How to plot multiple linear regressions in the same figure


Given the following:

import numpy as np
import pandas as pd
import seaborn as sns

np.random.seed(365)
x1 = np.random.randn(50)
y1 = np.random.randn(50) * 100
x2 = np.random.randn(50)
y2 = np.random.randn(50) * 100

df1 = pd.DataFrame({'x1':x1, 'y1': y1})
df2 = pd.DataFrame({'x2':x2, 'y2': y2})

sns.lmplot('x1', 'y1', df1, fit_reg=True, ci = None)
sns.lmplot('x2', 'y2', df2, fit_reg=True, ci = None)

This will create 2 separate plots. How can I add the data from df2 onto the SAME graph? All the seaborn examples I have found online seem to focus on how you can create adjacent graphs (say, via the 'hue' and 'col_wrap' options). Also, I prefer not to use the dataset examples where an additional column might be present as this does not have a natural meaning in the project I am working on.

If there is a mixture of matplotlib/seaborn functions that are required to achieve this, I would be grateful if someone could help illustrate.


Solution

  • You could use seaborn's FacetGrid class to get desired result. You would need to replace your plotting calls with these lines:

    # sns.lmplot('x1', 'y1', df1, fit_reg=True, ci = None)
    # sns.lmplot('x2', 'y2', df2, fit_reg=True, ci = None)
    df = pd.concat([df1.rename(columns={'x1':'x','y1':'y'})
                    .join(pd.Series(['df1']*len(df1), name='df')), 
                    df2.rename(columns={'x2':'x','y2':'y'})
                    .join(pd.Series(['df2']*len(df2), name='df'))],
                   ignore_index=True)
    
    pal = dict(df1="red", df2="blue")
    g = sns.FacetGrid(df, hue='df', palette=pal, size=5);
    g.map(plt.scatter, "x", "y", s=50, alpha=.7, linewidth=.5, edgecolor="white")
    g.map(sns.regplot, "x", "y", ci=None, robust=1)
    g.add_legend();
    

    This will yield this plot:

    enter image description here

    Which is if I understand correctly is what you need.

    Note that you will need to pay attention to .regplot parameters and may want to change the values I have put as an example.

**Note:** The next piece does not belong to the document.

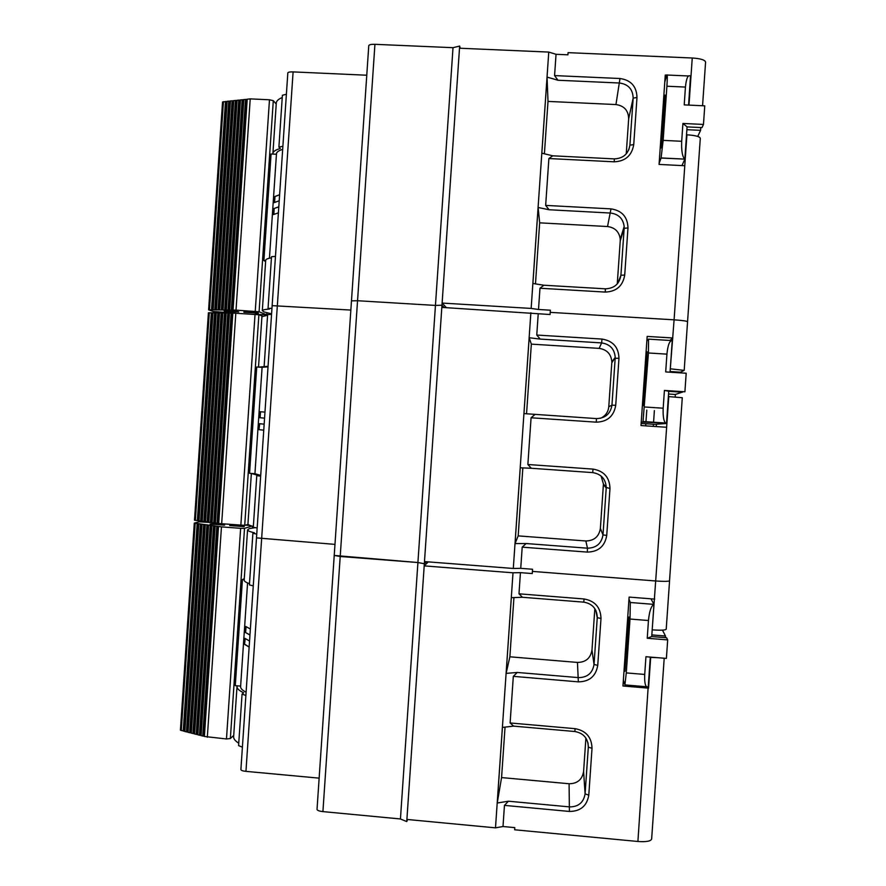 <?xml version="1.0" encoding="UTF-8"?>
<svg xmlns="http://www.w3.org/2000/svg" width="886" height="886" viewBox="0 0 886 886"><rect width="100%" height="100%" fill="white"/><g stroke="black" fill="none" stroke-linecap="round" stroke-linejoin="round"><path stroke-width="1.33" d="M627.975 227.968L624.719 275.048C622.858 285.956 616.368 291.638 605.249 292.081L539.973 288.238L543.871 285.226L532.896 283.476L538.112 207.49L549.065 209.749L545.665 205.397L610.986 208.874C621.961 210.558 627.631 216.926 627.975 227.968L624.165 228.278L624.176 226.506C623.091 218.609 618.572 214.124 610.609 213.05L549.065 209.749M543.871 285.226L605.382 288.825C614.253 288.471 619.436 283.941 620.92 275.236L624.165 228.278L620.244 240.837L617.265 283.897M702.554 105.744L705.577 62.186C705.167 59.971 700.726 58.576 692.254 58L568.07 52.651L567.915 54.81L556.043 54.301L554.581 75.587L619.99 78.511C630.976 80.105 636.646 86.418 636.99 97.471L633.734 144.606C631.862 155.548 625.372 161.285 614.242 161.817L548.888 158.539L552.764 155.814L541.844 153.178L547.061 77.093L557.958 80.249L554.581 75.587M548.888 158.539L545.665 205.397M539.973 288.238L538.511 309.48L550.361 310.2L550.217 312.359L674.091 319.835C682.552 320.411 687.038 321.053 687.558 321.773L687.503 321.839M556.043 54.301L548.755 52.075L531.157 308.428L538.511 309.48M690.493 77.558L690.593 76.185M666.815 75.133L665.264 75.066L659.073 164.431L684.778 165.726L686.927 134.805C695.388 135.381 699.851 136.555 700.294 138.327L687.558 321.718M548.755 52.075L459.502 48.221L441.97 305.227L435.447 305.426L441.97 305.227L444.13 307.52L441.97 305.227L441.826 307.387L550.062 314.519L550.217 312.359L674.091 319.835L684.778 165.726M368.764 45.707L368.775 45.607C369.207 44.665 371.256 44.234 374.933 44.322L453.012 47.689L459.646 46.061L460.222 48.254M287.828 72.94L287.828 72.873C288.171 72.131 289.921 71.799 293.1 71.899L366.771 75.221M459.646 46.061L459.502 48.221M453.012 47.689L435.447 305.426L357.545 300.731L435.447 305.426L417.915 562.521L424.339 563.74L441.826 307.387M287.828 72.873L272.146 305.648L350.856 310.067L272.146 305.648L256.497 537.891L334.974 544.381L256.497 537.868L240.892 769.602C241.125 770.432 242.808 771.019 245.954 771.363L319.137 778.141M368.775 45.607L351.476 300.852L357.545 300.731L351.476 300.852L334.221 555.444L417.915 562.521L340.213 556.486L334.232 555.411L317.022 809.405C317.31 810.446 319.281 811.188 322.914 811.609L400.439 818.963L406.752 821.588L406.895 819.439L495.495 827.845L503.004 826.516L514.788 827.635L514.644 829.783L637.909 841.478C646.348 842.054 650.933 841.213 651.653 838.953L664.201 658.232M446.367 307.663L442.114 303.067L531.157 308.428M275.468 256.375L271.515 256.719L268.037 308.45L271.969 308.306M271.437 257.826C267.882 258.435 265.977 259.21 265.722 260.141L265.7 260.451M272.921 154.075L272.921 153.2C273.265 151.395 275.734 149.823 280.308 148.494L278.902 147.076L282.878 146.301M282.235 97.526C278.614 99.044 276.642 100.76 276.321 102.665L276.277 103.308M286.388 94.281L282.39 95.267L278.902 147.076M271.592 313.854L263.851 311.872L262.322 310.598C262.599 309.901 264.98 309.391 269.488 309.059L268.037 308.45M686.451 135.935L686.927 134.805M688.987 105.113L692.254 58M535.476 283.885L539.663 222.84L538.112 207.49M539.663 222.84L607.53 226.539C614.995 227.558 619.236 231.767 620.255 239.176L620.244 240.837M552.764 155.814L614.352 158.893C623.235 158.461 628.418 153.887 629.902 145.16L633.158 98.147C632.881 89.331 628.351 84.292 619.591 83.018L557.958 80.249M626.247 153.854L628.672 118.768C628.418 110.506 624.176 105.766 615.947 104.559L548.002 101.414L547.061 77.093M548.002 101.414L544.403 153.799M681.932 165.582L684.834 159.236L687.071 126.897L702 127.606L703.473 124.439L682.918 123.464L681.688 141.284C681.323 150.565 682.32 156.501 684.679 159.115L661.078 158.051L663.149 140.376L681.688 141.284M687.071 126.897L682.918 123.464M664.788 81.955L666.848 75.022C667.435 73.859 667.446 77.603 666.903 86.23L663.149 140.376M688.588 105.102L690.504 76.074C688.023 74.49 686.34 78.156 685.443 87.072L684.213 104.891L704.758 105.844L703.473 124.439M659.151 163.312L661.078 158.051M697.747 136.433L700.582 130.342L700.771 127.551M686.883 129.688L700.582 130.342M664.611 95.09L661.2 147.984L665.109 95.112M235.676 313.101L213.393 311.529L208.609 309.845L236.019 310.133L259.089 311.772L273.298 100.683L276.222 104.061M273.298 100.683L269.477 99.786L255.246 311.307M236.019 310.133L250.217 98.878L269.477 99.786M250.217 98.878L247.205 99.199L233.029 310.089M247.183 99.376L243.827 99.542L229.684 310.045M243.805 99.719L240.46 99.885L226.351 310M240.449 100.074L237.105 100.24L223.028 309.956M237.094 100.417L233.771 100.583L219.717 309.912M233.76 100.76L230.438 100.926L216.417 309.867M230.426 101.104L227.126 101.27L213.138 309.823M227.115 101.447L222.541 101.979L208.609 309.845M259.089 311.772L266.83 314.862L255.168 314.297M265.623 261.536L263.895 260.539L271.072 153.987L276.443 154.253M244.015 312.249L258.402 313.135C256.907 312.415 242.653 311.473 243.86 312.171L244.015 312.249M224.379 311.03L238.733 311.916C237.138 311.207 223.006 310.266 224.213 310.953L224.379 311.03M211.499 309.801L225.476 101.436M211.92 309.867L225.886 101.569M214.777 309.845L228.776 101.093M215.198 309.912L229.197 101.225M218.067 309.89L232.099 100.749M218.488 309.956L232.52 100.882M221.367 309.934L235.432 100.406M221.788 310L235.853 100.539M224.69 309.978L238.777 100.063M225.11 310.045L239.198 100.196M228.012 310.022L242.144 99.719M228.433 310.089L242.554 99.852M231.357 310.067L245.511 99.365M231.778 310.133L245.92 99.509M263.895 260.539L265.689 260.65M282.678 149.346C278.857 150.554 276.797 151.96 276.487 153.566L276.454 154.075M278.403 212.828L273.464 214.567L273.863 208.587L278.802 206.781M279.212 200.745L274.272 202.595L274.671 196.614L279.622 194.698M273.863 208.587L278.802 206.892M273.796 214.368L274.184 208.598M274.671 196.614L279.611 194.809M274.605 202.385L274.992 196.637M518.986 593.819L584.073 598.969C595.004 600.929 600.642 607.431 600.996 618.45L597.751 665.353C595.89 676.195 589.423 681.699 578.348 681.855L513.315 676.35L517.269 672.452L506.127 673.371L511.322 597.673L522.441 597.275L518.986 593.819L520.436 572.644L532.253 573.563L532.408 571.404L655.983 580.995C664.422 581.57 668.963 581.471 669.583 580.695C668.963 581.471 664.422 581.57 655.983 580.995L532.408 571.404L532.552 569.244L520.735 568.336L522.197 547.149L587.307 552.1C598.393 551.845 604.872 546.285 606.733 535.421L609.978 488.463C609.623 477.421 603.975 470.975 593.033 469.104L527.868 464.508L531.079 417.771L596.267 422.168C607.375 421.825 613.854 416.21 615.726 405.323L618.971 358.298C618.616 347.257 612.968 340.855 602.004 339.072L536.761 335.041L538.223 313.799M520.436 572.644L513.005 572.799L424.195 565.888L424.339 563.74L426.399 561.735L424.339 563.74L417.915 562.521L400.439 818.963M520.735 568.336L513.304 568.469L424.483 561.58M260.661 476.159L256.774 475.638L258.291 475.417L251.425 473.456M258.579 367.114L268.059 366.328M267.572 315.228L261.913 316.723M271.559 314.419L267.627 314.53L264.139 366.239M257.161 527.99L253.296 527.259L256.774 475.638M247.969 523.781L247.947 524.014C248.102 524.733 249.896 525.542 253.352 526.428M513.304 568.469L530.858 312.769M536.761 335.041L540.172 339.094L601.649 342.915L602.004 339.072M596.267 422.168L596.433 418.591L523.958 413.607L529.175 337.721L540.172 339.094M535 414.46L531.079 417.771M527.868 464.508L531.301 468.262L592.701 472.615L593.033 469.104M587.307 552.1L587.484 548.19L526.129 543.539L515.043 543.572L520.248 467.786L531.301 468.262M526.129 543.539L522.197 547.149M652.24 629.126L666.637 427.274L640.999 425.546L647.168 336.414L672.839 337.987L669.871 340.457M684.191 370.337L687.558 321.773C687.038 321.053 682.552 320.411 674.091 319.835L670.27 369.085M670.691 368.853L684.18 370.37L680.503 372.198L670.104 371.533M656.26 426.576L656.426 424.217M669.539 580.607L682.286 397.714L668.365 396.574M666.637 427.274L668.786 396.441M515.043 543.572L518.177 535.886L585.834 540.981C594.141 540.781 598.98 536.617 600.376 528.488L603.432 484.022L601.096 476.015M522.84 467.897L518.177 535.886M609.978 488.463L606.245 487.499C605.703 478.972 601.184 474.01 592.701 472.615M603.41 484.542L606.223 488.053L602.989 534.889L606.733 535.421M585.834 540.981L587.484 548.19C596.333 547.991 601.505 543.55 602.989 534.889L600.376 528.488M596.433 418.591C605.293 418.314 610.465 413.828 611.949 405.146L615.726 405.323M618.971 358.298L615.183 358.254L611.949 405.146L608.782 406.763C608.206 412.09 605.492 415.922 600.63 418.27M611.827 362.762L615.216 357.401C614.541 349.029 610.011 344.189 601.649 342.915L599.124 348.375C606.965 349.582 611.207 354.112 611.849 361.975L608.782 406.763M529.175 337.721L531.334 344.133L599.124 348.375M526.55 413.806L531.334 344.133M668.742 391.213L664.411 390.438L684.911 391.778L668.742 391.213L666.505 423.475L654.975 424.328L641.143 423.486M665.574 423.032L643.026 421.514L648.43 352.982L648.541 339.139L646.858 340.911M684.911 391.778L686.196 373.227L665.696 371.921L666.925 354.145L648.43 352.982M644.687 406.995L663.182 408.213L664.411 390.438M663.182 408.213C662.872 416.309 663.68 421.249 665.596 423.043L641.242 422.057M675.21 396.906L675.376 394.469L668.542 394.026M682.408 392.099L675.376 394.469M676.893 372.641L670.06 372.131M674.047 372.386L674.002 371.788M682.397 392.221L668.731 391.324M643.103 405.677L647.09 351.797L643.601 405.71M666.925 354.145C667.845 344.975 669.617 340.457 672.252 340.601L670.06 372.198M262.09 367.336L256.73 366.992L249.575 473.323L254.935 473.711L260.705 475.417M268.026 366.837L262.101 367.302M263.751 430.186L258.978 429.666L259.376 423.696L264.161 424.161M260.506 411.78L260.096 417.749L264.571 418.126L259.786 417.727L260.185 411.757L264.969 412.09M248.146 524.368L244.713 525.387L258.889 314.74L232.83 313.057L218.698 523.504L244.713 525.387M262.433 316.114L258.889 314.74M194.599 520.148L198.985 520.824M216.217 312.869L212.939 312.758L198.973 520.89L202.241 521.256M219.518 312.913L216.217 312.813L202.229 521.322L205.508 521.688M222.829 312.968L219.518 312.858L205.497 521.754L208.786 522.12M226.151 313.013L222.829 312.913L208.775 522.186L212.075 522.563L199.284 521.832L194.3 523.117L180.423 730.119L184.864 731.327M229.485 313.057L226.151 312.957L212.075 522.629L215.387 523.006M232.83 313.112L229.485 313.002L215.376 523.072L218.698 523.438M212.939 312.813L208.498 312.824M240.837 525.365L255.046 314.286M235.82 313.101L221.655 523.903M231.578 313.09L217.458 523.272M231.157 313.035L217.037 523.294M228.234 313.046L214.146 522.84M227.813 312.98L213.725 522.851M224.911 312.991L210.846 522.397M224.49 312.935L210.425 522.408M221.589 312.946L207.568 521.965M221.168 312.88L207.136 521.976M218.288 312.891L204.289 521.533M217.867 312.836L203.869 521.533M214.999 312.847L201.022 521.09M214.578 312.78L200.601 521.101M211.721 312.802L197.777 520.658M211.3 312.736L197.356 520.669M259.698 423.729L258.978 429.666M259.299 429.688L263.751 430.175M654.721 599.102L629.126 597.086L622.969 685.997L648.552 688.156L650.678 657.401L657.711 657.689M513.315 676.35L510.114 722.965L575.125 728.669C586.045 730.728 591.671 737.263 592.025 748.282L588.791 795.13C586.931 805.95 580.474 811.388 569.41 811.443L504.455 805.385L503.004 826.516M652.594 629.88C661.034 630.455 665.574 630.223 666.217 629.171L669.572 580.762M406.895 819.439L424.195 565.888L428.259 561.879M407.571 819.506L406.752 821.588M245.887 695.477L242.055 694.092L243.639 692.786C239.309 690.737 237.094 688.721 236.994 686.75L237.127 685.819M244.193 579.909L244.171 580.264C244.292 581.338 246.064 582.467 249.498 583.675M256.752 534.081L252.887 533.328L249.409 584.926L253.263 585.879M252.887 533.328L254.415 532.818C250.007 531.766 247.726 530.803 247.548 529.939L249.254 528.654L255.234 527.635M242.399 747.186L238.589 745.602L242.055 694.092M233.66 736.321L233.616 736.997C233.671 739.035 235.388 741.106 238.755 743.21M513.005 572.799L495.495 827.845M504.455 805.385L508.42 801.21L497.234 803.004L502.417 727.406L513.581 726.121L510.114 722.965M517.269 672.452L578.558 677.624C587.396 677.502 592.546 673.116 594.03 664.467L597.286 617.276C596.81 608.682 592.302 603.632 583.763 602.148L522.441 597.275M513.935 597.585L509.871 656.803L506.127 673.371M509.871 656.803L577.462 662.429C585.746 662.307 590.585 658.187 591.981 650.069L594.838 608.638M508.42 801.21L569.632 806.902C578.458 806.847 583.608 802.506 585.092 793.878L588.337 746.832C587.905 738.193 583.398 733.087 574.837 731.515L513.581 726.121M585.901 738.093L583.597 771.507C582.202 779.602 577.373 783.678 569.089 783.745L501.576 777.576L497.234 803.004M501.576 777.576L505.042 727.107M648.164 687.049L637.909 841.478M650.955 598.803L653.957 604.374C651.221 605.825 649.383 611.207 648.463 620.521L647.234 638.252L667.679 639.913L666.394 658.409L645.949 656.725L644.72 674.445C644.443 681.434 645.074 685.542 646.603 686.761L648.231 687.027L650.302 657.08M647.234 638.252L651.731 636.558L666.582 637.765L667.679 639.913M628.971 599.213L630.311 602.502L630.012 619.037L626.28 672.906L624.918 684.922L623.367 680.149M665.364 637.665L665.475 636.026L662.462 630.134M651.841 634.919L665.475 636.026M628.473 617.033L624.962 671.256L628.96 617.066M651.731 636.558L653.957 604.374L630.311 602.502M224.402 525.143C226.938 524.556 212.042 523.427 210.082 524.058L224.402 525.143M207.324 737.23L221.456 526.871L218.499 526.472L204.389 736.476L226.473 738.957L230.36 738.547L244.514 528.355L251.989 526.062M244.514 528.355L240.638 528.333L226.473 738.957M221.456 526.871L240.638 528.333M218.499 526.472L194.3 523.117M245.621 525.121L250.151 525.464M229.673 525.553L244.038 526.638C246.441 526.04 231.512 524.911 229.673 525.553M230.36 738.547L233.716 735.435M240.627 686.129L235.288 685.664L242.432 579.544L244.27 578.691M198.774 523.814L184.842 731.515L188.087 732.146M202.03 524.257L188.076 732.334L191.321 732.966M205.297 524.7L191.31 733.154L194.577 733.796M208.587 525.132L194.566 733.985L197.833 734.627M211.876 525.575L197.822 734.815L201.111 735.458M215.176 526.018L201.1 735.646L204.4 736.288M183.236 731.105L197.157 523.604M183.668 731.016L197.578 523.593M186.459 731.925L200.402 524.036M186.891 731.836L200.834 524.025M189.693 732.744L203.669 524.479M190.125 732.656L204.09 524.468M192.938 733.564L206.936 524.911M193.369 733.486L207.368 524.9M196.194 734.394L210.226 525.354M196.626 734.317L210.646 525.343M199.461 735.225L213.526 525.797M199.893 735.147L213.947 525.786M202.739 736.067L216.837 526.251M203.171 735.978L217.258 526.24M244.204 579.688L242.432 579.544M240.615 686.318L240.582 686.86C240.66 688.61 242.498 690.393 246.098 692.21M249.143 647.079L244.525 644.31L244.924 638.352L249.553 641.065M249.952 635.04L245.322 632.405L249.963 634.93M250.361 629.027L245.721 626.446L245.322 632.405M244.525 644.31L245.223 638.629M244.835 644.343L249.154 646.957M245.643 632.427L246.031 626.701M617.852 283.199L620.92 275.236L624.719 275.048M607.53 226.539L610.986 208.874M374.933 44.322L322.914 811.609M293.1 71.899L245.954 771.363M605.249 292.081L605.382 288.825M614.242 161.817L614.352 158.893M628.761 149.878L629.902 145.16L633.734 144.606M636.99 97.471L633.158 98.147L628.672 118.768M615.947 104.559L619.99 78.511M685.443 87.072L666.903 86.23M266.764 314.818L266.896 312.813M223.46 101.646L209.506 309.779M645.684 425.867L645.828 423.785M645.949 422.09L646.492 414.26M646.503 414.061L646.78 410.096M648.652 339.15L671.621 340.567M209.306 312.703L195.374 520.414M583.763 602.148L584.073 598.969M600.996 618.45L597.264 617.686L595.824 610.354M591.981 650.069L594.03 664.467L597.751 665.353M578.348 681.855L577.462 662.429M574.837 731.515L575.125 728.669M592.025 748.282L588.315 747.164L587.927 742.712M583.597 771.507L585.092 793.878L588.791 795.13M569.41 811.443L569.089 783.745M626.28 672.906L644.72 674.445M648.463 620.521L630.012 619.037M252.41 527.99L252.532 526.206M195.186 523.338L181.276 730.607M276.321 102.665L272.921 153.2M265.722 260.141L262.322 310.598M624.176 226.506L620.255 239.176M684.679 159.115L661.122 157.941M667.213 75.033L688.621 75.986M266.83 314.862L266.963 312.836M269.444 258.225L276.487 153.566M261.924 316.535L258.524 366.959M251.347 473.667L247.947 524.014M654.377 410.595L654.112 414.449M654.101 414.67L653.547 422.6M653.436 424.239L653.292 426.376M606.245 487.499L603.432 484.022M615.216 357.401L611.849 361.975M254.924 473.877L262.101 367.225M208.409 312.769L194.499 520.204M247.548 529.939L244.171 580.264M236.994 686.75L233.616 736.997M597.286 617.276L596.001 610.72M588.337 746.832L588.005 743.033M646.603 686.761L624.918 684.922M252.477 527.978L252.588 526.229M240.582 686.86L247.571 582.944"/></g></svg>

    • ; at the end of the line is to suppress output of the command (I use ipython notebook where it's visible).
    • Docs give some explanation on the .map() method. In essence, it does just that, maps plotting command with data. However it will work with 'low-level' plotting commands like regplot, and not lmlplot, which is actually calling regplot behind the scene.
    • Normally plt.scatter would take parameters: c='none', edgecolor='r' to make non-filled markers. But seaborn is interfering the process and enforcing color to the markers, so I don't see an easy/straigtforward way to fix this, but to manipulate ax elements after seaborn has produced the plot, which is best to be addressed as part of a different question.